In 1979 Pace shot the greatest score in target archery history-the 1341 FITA which lasted 10 years (Zabrodski broke it by one point at a Grand FIta in 89 with A/C arrows). we talked about a 25th anniversary shoot in 2005-aluminum arrows, dacron or kevlar strings, check it or old tox sights, magnesium handles.

steve cornell is still talking about such a shoot. I have a NIB TD 2 I got from Ann Hoyt-its marked Sky but its one of the ones that were marked sky but made back in the 80s=the limbs are only rated for dacron


----------



## kraven (Jan 25, 2006)

I'm all in for a vintage bow tournament or class. I always seem to have an old bow lying about that someone gave me.
Currently, I have one that looks like it was maybe made in the fifties or so by who know whom. Really good shooter, too.
Great idea.

:cocktail:


----------



## Fl archer (Jul 1, 2006)

*Shooting Vintage bows*

I appreciate the replies to my question about shooting vintage bows. I think my Tamerlane is one of the very early models. The riser is odd shaped and it makes you shoot with your bow hand in a palm down position. I have shot the bow several times but I find it uncomfortable after a few shots. I never really researched any of my bows to great detail. I enjoy them as eye candy and I can't stop myself from purchasing them. They have the same appeal as an vintage bamboo flyrod. They are very hard to resist and a joy to shoot.

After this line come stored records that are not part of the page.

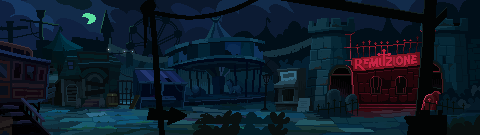
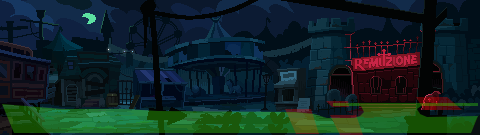
Layer changes from the first 480px x 135px image to the second:
showed group "Areas" (6 layers) over left=2, top=97, right=478, bottom=135
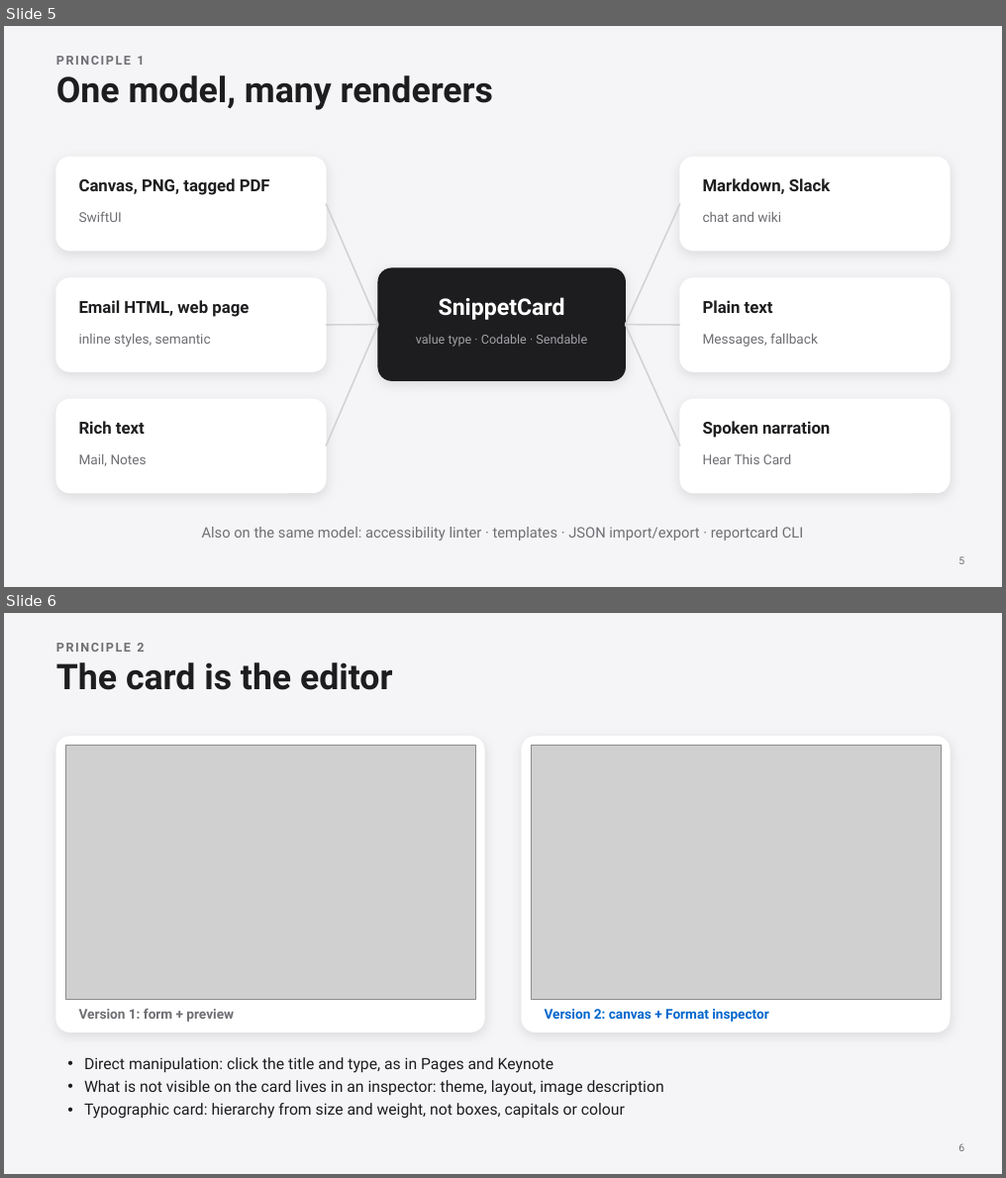
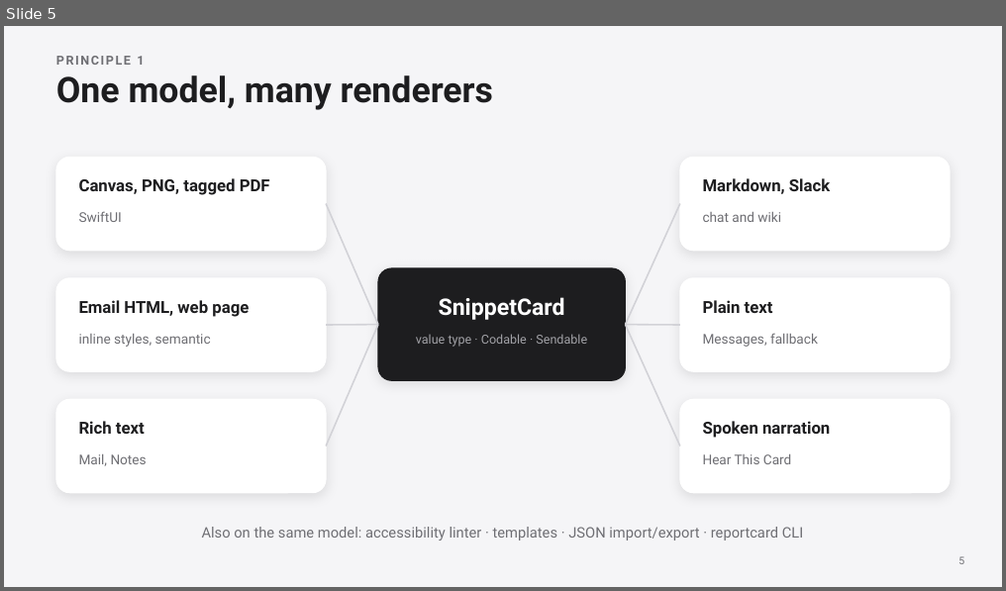
Before and after one commit to ANTI-Tony/apple_oa, a slide deck: deck/Reporting-Builder.pptx. Shown one above the other, each under a label of ours: slides 5 and 6 before the commit, slide 5 after it. The pictures are 1006x1178 and 1006x591 pixels, drawn with LibreOffice and Linux fonts; fonts in the diff are those of the drawing; grey boxes stand for pictures. Boxes give left, top, right and bottom in pixels: in the first picture for what was removed or moved away, otherwise in the second. Text is boxed around its words. In the diff, an @@ line names an element or a change of style, - is before the commit and + after.

```diff
--- a/deck/Reporting-Builder.pptx
+++ b/deck/Reporting-Builder.pptx
@@ slide 6 removed at [4, 613, 1002, 1174], background #F5F5F7 @@
@@ text removed at [56, 643, 144, 652] @@
-PRINCIPLE 2
@@ text removed at [56, 663, 392, 690] @@
-The card is the editor
@@ rounded rectangle removed at [56, 737, 484, 1032] @@
@@ picture removed at [65, 746, 475, 1000] @@
@@ rounded rectangle removed at [522, 737, 950, 1032] @@
@@ picture removed at [531, 746, 942, 1000] @@
@@ text removed at [79, 1008, 234, 1022] @@
-Version 1: form + preview
@@ text removed at [545, 1009, 768, 1022] @@
-Version 2: canvas + Format inspector
@@ text removed at [84, 1058, 664, 1119] @@
-• Direct manipulation: click the title and type, as in Pages and Keynote
-• What is not visible on the card lives in an inspector: theme, layout, image description
-• Typographic card: hierarchy from size and weight, not boxes, capitals or colour
@@ text removed at [958, 1144, 964, 1152] @@
-6
```
Also in this commit, not shown: 4 slides changed, 2 slides added, 6 other files.
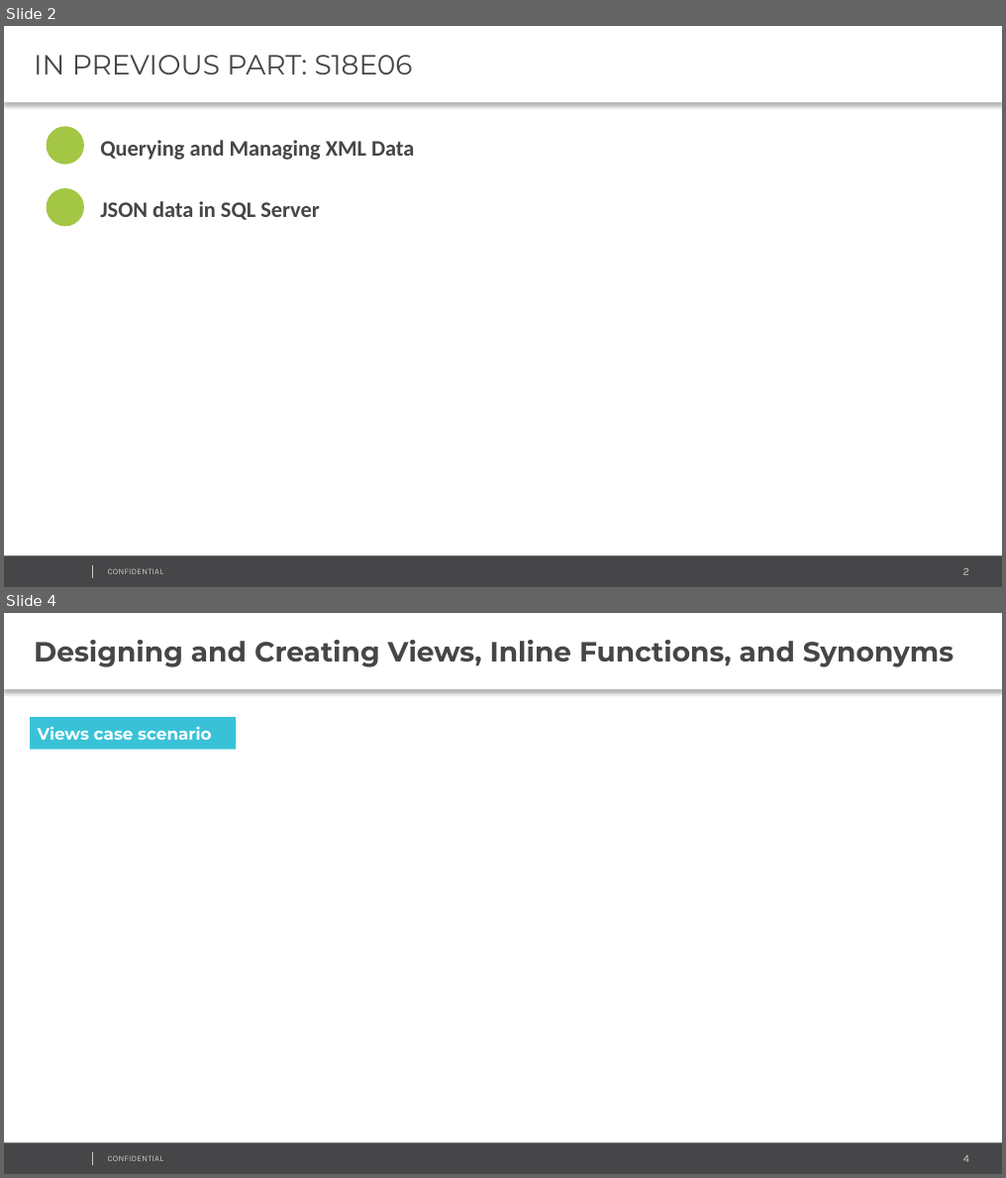
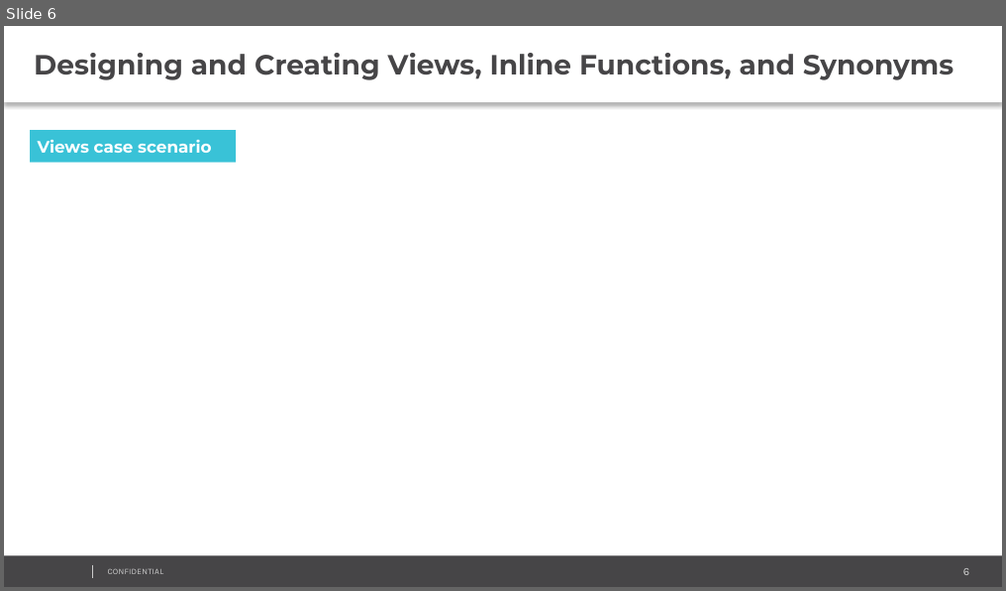
Before and after one commit to AndreyQC/MSBI.Lab, a slide deck: MSBI.Lecture.07/MSBI.Dev.S19E07.pptx. Shown one above the other, each under a label of ours: slides 2 and 4 before the commit, slide 6 after it; the slides between them are not shown. The pictures are 1006x1178 and 1006x591 pixels, drawn with LibreOffice and Linux fonts; fonts in the diff are those of the drawing; background and template pictures are left out. Boxes give left, top, right and bottom in pixels: in the first picture for what was removed or moved away, otherwise in the second. Text is boxed around its words. In the diff, an @@ line names an element or a change of style, - is before the commit and + after.

```diff
--- a/MSBI.Lecture.07/MSBI.Dev.S19E07.pptx
+++ b/MSBI.Lecture.07/MSBI.Dev.S19E07.pptx
@@ slide 2 removed at [4, 26, 1002, 587], background #FFFFFF; not listed: 4 template elements that a slide beside it also shows @@
@@ text removed at [4, 26, 1002, 103] @@
-IN PREVIOUS PART: S18E06
@@ ellipse removed at [46, 127, 84, 165] @@
@@ text removed at [100, 140, 414, 160] @@
-Querying and Managing XML Data
@@ ellipse removed at [46, 188, 84, 227] @@
@@ text removed at [100, 201, 319, 220] @@
-JSON data in SQL Server
@@ what was slide 4 is now slide 6 @@
```
Also in this commit, not shown: 1 slide changed, 10 slides added, 1 other slide removed, 10 other files.

To answer a question, I am on the west coast of Florida in the tampa bay area. I have collected bows for several years and have a large collection of recurves and others. I purchased most of the bows from estate sales and a few from Ebay. I would like to shoot in some club shoots, but I wasn't sure how my vintage bows would be received. Thanks again


----------



## baldmountain (Apr 21, 2003)

I shot an old Ben Pearson Collegate at an indoor star FITA. I managed second behind a guy who was I think 5th at NAA Nationals in the barebow division. I was only 15 points behind him. Those old bows shoot just fine. Keep in mind that they were designed during an era where there was ONLY recurve archery. You are working with the high end of the preiod. The scary part is you can find these bows for < $50 in many cases. They are GREAT bows. I love them.

Yeah people will give you and odd look when you show up with a vintage bow. But keep in mind that archery is one of the friendliest sports there is. A sport where you can chat with the best in the world and they will tell you their secrets, (well, some any ways), and will help you with issues you may be having. Once you get past the odd look you will be one of the group. Just open up a bit and say hi.


----------



## olympics84 (Nov 5, 2004)

*Traditional Recurve*

Fl Archer

The NAA has recently revised the requirements for the Traditional Recurve division. The new rules were designed to only allow these vintage recurves from the 50's & 60's. If you were to go to nationals in Colorado Springs you would see some of us shooting our old Pro Medalists (3 from Michigan). They are a blast to shoot, but please do not shoot carbon arrows or anything but dacron strings with them.


----------



## kraven (Jan 25, 2006)

I understand the Dacron strings, but why not carbon arrows?


----------



## Dave T (Mar 24, 2004)

Because at the time (era) when these bows were in common use aluminum arrows were the norm. Although there were fiberglass arrows around then (I used them) they were for hunting and field, not target archery. Aluminum is allowed which I think is a great step forward over the previous Traditional National rules that required wood arrows.

Dave


----------



## olympics84 (Nov 5, 2004)

*carbon arrows*



kraven said:


> I understand the Dacron strings, but why not carbon arrows?


Carbon arrows are typically lighter than their aluminum counterparts. Since the bows were designed for aluminums you would be going outside of their design perameters and risk damage to the bow.


----------



## Fl archer (Jul 1, 2006)

*Shooting vintage bows*

I have a couple of the Black widows from the Wilson period that look like new. In general, do the Wilson Black widows hold up well to regular use? I purchased a X85 on ebay a few weeks ago and it looks like it just hung on a wall with little use.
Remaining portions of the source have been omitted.